The excesses and deficits in the frequency and contribution of each daily event category also manifest in the daily rainfall bias and bias fraction (see section 2e), revealing differences between the ground-station-interpolated dataset APHRODITEv1101 and the other three satellite-derived datasets. Large discrepancies in median and spread of bias fractions for dry days and light-to-moderate rainfall days, with respect to PAGASA, indicate that all datasets have difficulty in capturing low rainfall (Fig. 5a). This is expected as rainfall rates less than 2 mm h−1 is still below sensitivity thresholds of typical radar-based rainfall measurements (Arulraj and Barros 2017). For dry days, the median bias fractions of APHRODITEv1101, CHIRPSv2, and PERSIANN-CDR at BF = 6.0, 1.5, and 8.0, respectively, show that the rainfall estimates of the datasets typically exceed twice the observed value. The exception in this category is TRMM 3B42v7, which has a negative median bias fraction (BF = −1), indicating that it estimates dry days more often as a no-rain day. For light-to-moderate rainfall, the performance of all the datasets was seen to improve in terms of the median BF but still retains a wide spread. For heavy and very heavy rainfall days, all datasets underestimate observed rainfall, with reduced bias fraction spreads that is most probably due to fewer events in these categories. Here, APHRODITEv1101 recorded a smaller BF and spread compared to the satellite-derived datasets, but this could be due to its underestimation of the frequency of high rainfall events, as discussed in section 3b.

Fig. 5.
Fig. 5.

(a) Daily rainfall bias distribution of the datasets as fraction of the PAGASA daily rainfall per rain event category. The bars denote the median while the error bars indicate the P25 and P75 fraction bias. (b) Q–Q plot of the four datasets excluding no rain days. Points are calculated with an interval of one percentile. The vertical lines at the right side of the Q–Q plot indicate the range where the rainfall percentile of each dataset fell within 10% of PAGASA.

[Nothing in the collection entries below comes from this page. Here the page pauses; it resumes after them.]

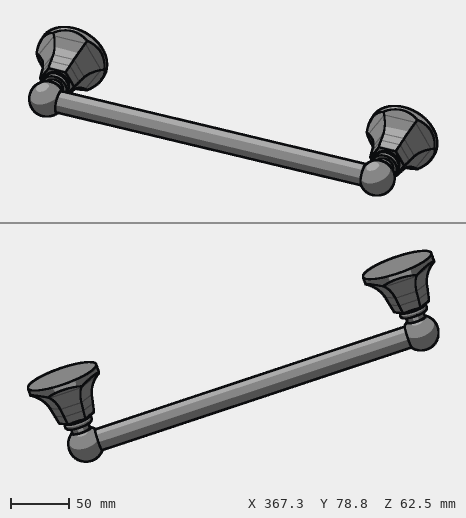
import cadquery as cq
import math

post_spacing = 304.8
flange_radius = 31.24
overall_depth = 78.85
ball_radius = 15.35
ball_standoff = overall_depth - ball_radius

rim_depth = 4.6
shoulder_depth, shoulder_apothem = 9.1, 25.0
waist_depth, waist_apothem = 23.6, 16.5
step_depth, step_apothem = 31.3, 15.2
bevel_depth, bevel_apothem = 38.3, 13.9
tip_depth, tip_apothem = 39.2, 13.5
flare_sag = 1.3
hex_sides = 6

groove_radius = 11.2
groove_width = 1.8
collar_start = tip_depth + groove_width
collar_end = 45.5
collar_radius = 12.2
neck_radius = 8.0
neck_seat_offset = 12.5

bar_radius = 9.525
bar_seat_offset = 11.5


def flare_midpoint():
    """Middle of the concave flare, pulled from its chord towards the post axis."""
    run = waist_depth - shoulder_depth
    drop = shoulder_apothem - waist_apothem
    chord = math.hypot(run, drop)
    middle_apothem = (shoulder_apothem + waist_apothem) / 2 - flare_sag * run / chord
    middle_depth = (shoulder_depth + waist_depth) / 2 - flare_sag * drop / chord
    return middle_apothem, -middle_depth


def flat_pair(angle):
    """Prism carrying two opposite faces of the hexagonal post."""
    middle_apothem, middle_y = flare_midpoint()
    prism = (
        cq.Workplane("XY")
        .moveTo(-flange_radius, 0)
        .lineTo(flange_radius, 0)
        .lineTo(flange_radius, -rim_depth)
        .lineTo(shoulder_apothem, -shoulder_depth)
        .threePointArc((middle_apothem, middle_y), (waist_apothem, -waist_depth))
        .lineTo(step_apothem, -step_depth)
        .lineTo(bevel_apothem, -bevel_depth)
        .lineTo(tip_apothem, -tip_depth)
        .lineTo(-tip_apothem, -tip_depth)
        .lineTo(-bevel_apothem, -bevel_depth)
        .lineTo(-step_apothem, -step_depth)
        .lineTo(-waist_apothem, -waist_depth)
        .threePointArc((-middle_apothem, middle_y), (-shoulder_apothem, -shoulder_depth))
        .lineTo(-flange_radius, -rim_depth)
        .close()
        .extrude(2 * flange_radius, both=True)
    )
    return prism.rotate((0, 0, 0), (0, 1, 0), angle)


def hex_post():
    """Six-sided flared post rising from a round flange, with corners towards +X and -X."""
    corner_angle = 360 / hex_sides
    post = cq.Workplane("XZ").circle(flange_radius).extrude(tip_depth)
    for pair in range(hex_sides // 2):
        post = post.intersect(flat_pair((pair + 0.5) * corner_angle))
    return post


def turned_stem():
    """Groove, rounded collar, neck and ball, turned about the post axis."""
    collar_middle = (collar_start + collar_end) / 2
    neck_end = ball_standoff - neck_seat_offset
    neck_seat_radius = math.sqrt(ball_radius**2 - neck_seat_offset**2)
    return (
        cq.Workplane("YZ")
        .moveTo(-step_depth, 0)
        .lineTo(-step_depth, groove_radius)
        .lineTo(-collar_start, groove_radius)
        .threePointArc((-collar_middle, collar_radius), (-collar_end, groove_radius))
        .lineTo(-collar_end, neck_radius)
        .lineTo(-neck_end, neck_radius)
        .lineTo(-neck_end, neck_seat_radius)
        .threePointArc((-ball_standoff, ball_radius), (-overall_depth, 0))
        .close()
        .revolve(360, (0, 0, 0), (1, 0, 0))
    )


def left_bracket():
    """Post, stem and ball, with the ball cut flat on its +X side for the bar."""
    beyond_flat = (
        cq.Workplane("YZ", origin=(bar_seat_offset, -ball_standoff, 0))
        .circle(ball_radius)
        .extrude(ball_radius)
    )
    stem = turned_stem().cut(beyond_flat)
    return hex_post().union(stem).translate((-post_spacing / 2, 0, 0))


def bar():
    """Round bar joining the two balls along X."""
    left_ball_centre = (-post_spacing / 2, -ball_standoff, 0)
    return cq.Workplane("YZ", origin=left_ball_centre).circle(bar_radius).extrude(post_spacing)


bracket = left_bracket()
result = bracket.union(bracket.mirror("YZ")).union(bar())
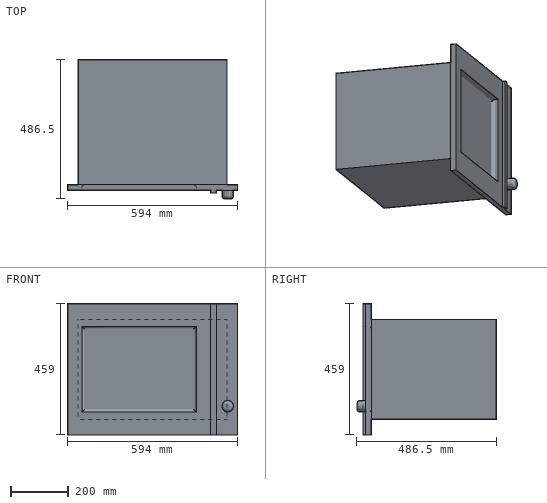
import cadquery as cq

panel_width = 594.0
panel_height = 459.0
panel_thickness = 20.0

housing_width = 520.5
housing_height = 350.0
housing_depth = 436.5

window_left = 49.5
window_width = 400.5
window_height = 300.0
window_depth = panel_thickness
window_floor_radius = 11.0

strip_left = 499.5
strip_width = 20.0
strip_projection = 10.0

knob_x = 559.5
knob_z = 100.5
knob_diameter = 40.0
knob_projection = 30.0
knob_rim_radius = 10.0


def box_at(left, front, bottom, width, depth, height):
    """Box placed by its left, front, bottom corner."""
    return cq.Workplane("XY").box(width, depth, height, centered=False).translate((left, front, bottom))


def make_panel():
    return box_at(0, 0, 0, panel_width, panel_thickness, panel_height)


def make_housing():
    left = (panel_width - housing_width) / 2
    bottom = (panel_height - housing_height) / 2
    return box_at(left, panel_thickness, bottom, housing_width, housing_depth, housing_height)


def make_window_recess():
    """Cutter whose rounded back edges blend the window walls into its floor."""
    bottom = (panel_height - window_height) / 2
    recess = box_at(window_left, 0, bottom, window_width, window_depth, window_height)
    return recess.faces(">Y").edges().fillet(window_floor_radius)


def make_strip():
    return box_at(strip_left, -strip_projection, 0, strip_width, strip_projection, panel_height)


def make_knob():
    knob = (
        cq.Workplane("XZ")
        .center(knob_x, knob_z)
        .circle(knob_diameter / 2)
        .extrude(knob_projection)
    )
    return knob.faces("<Y").edges().fillet(knob_rim_radius)


result = (
    make_panel()
    .union(make_housing())
    .cut(make_window_recess())
    .union(make_strip())
    .union(make_knob())
)

Citation: Journal of Hydrometeorology 21, 7; 10.1175/JHM-D-19-0276.1

The rainfall Q–Q plot of the datasets (Fig. 5b) shows that APHRODITEv1101 consistently underestimated rainfall across all percentile values by about 80%–160% of PAGASA, which is consistent with its rainfall profile and distribution as discussed in sections 3a and 3b. On the other hand, the satellite-derived datasets tend to record higher than PAGASA percentile values up to a threshold specific to the dataset, then underestimate succeeding higher percentiles. TRMM 3B42v7 achieved the closest percentile distribution to PAGASA rainfall, with the widest range of rainfall percentiles (0.6–1.0 and 12.0–100.0 mm) within 10% of PAGASA. Meanwhile, CHIRPSv2 rainfall percentiles fell within 10% of PAGASA only for the percentiles within 30–50 mm, and PERSIANN-CDR for a much lower range of 8.5–15 mm.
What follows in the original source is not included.